PROBLEM TO WORK ON:
Only the lines from the start of the entries through the line with "collar_fillet = 0.5" should be returned, each exactly as it stands, and no pictures.

· · · ·

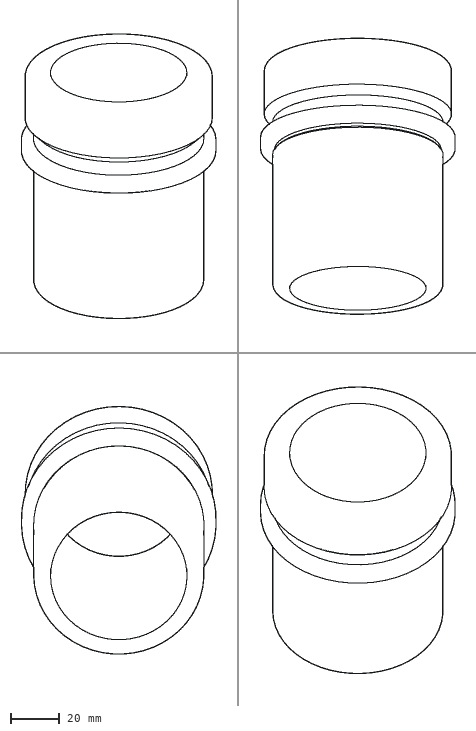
import cadquery as cq

total_height = 96.0
end_fillet = 2.0
bore_radius = 28.0

sleeve_radius = 35.0
sleeve_top = 58.0

groove_depth = 0.7
groove_radius = sleeve_radius - groove_depth

collar_radius = 40.0
collar_bottom = 60.0
collar_thickness = 6.0
collar_top = collar_bottom + collar_thickness
collar_fillet = 0.5

head_radius = 38.5
shoulder_bottom = 72.0
shoulder_top = shoulder_bottom + (head_radius - sleeve_radius)

def make_outer_body():
    """Solid of revolution about Z, before its rims are rounded."""
    profile = [
        (0, 0),
        (sleeve_radius, 0),
        (sleeve_radius, sleeve_top),
        (groove_radius, sleeve_top + groove_depth),
        (groove_radius, collar_bottom),
        (collar_radius, collar_bottom),
        (collar_radius, collar_top),
        (sleeve_radius, collar_top),
        (sleeve_radius, shoulder_bottom),
        (head_radius, shoulder_top),
        (head_radius, total_height),
        (0, total_height),
    ]
    return cq.Workplane("XZ").polyline(profile).close().revolve(360, (0, 0), (0, 1))

def round_ends(body):
    """Round the outer rim at both ends."""
    return body.faces("<Z or >Z").edges().fillet(end_fillet)

def round_collar(body):
    """Round both outer rims of the collar."""
    rims = body.edges(cq.selectors.RadiusNthSelector(-1))
    return rims.fillet(collar_fillet)

def cut_bore(body):
    """Plain bore through the full height."""
    bore = cq.Workplane("XY").circle(bore_radius).extrude(total_height)
    return body.cut(bore)

result = cut_bore(round_collar(round_ends(make_outer_body())))

· · · ·

REPLY TO THE EXERCISE:
import cadquery as cq

total_height = 96.0
end_fillet = 2.0
bore_radius = 28.0

sleeve_radius = 35.0
sleeve_top = 58.0

groove_depth = 0.7
groove_radius = sleeve_radius - groove_depth

collar_radius = 40.0
collar_bottom = 60.0
collar_thickness = 6.0
collar_top = collar_bottom + collar_thickness
collar_fillet = 0.5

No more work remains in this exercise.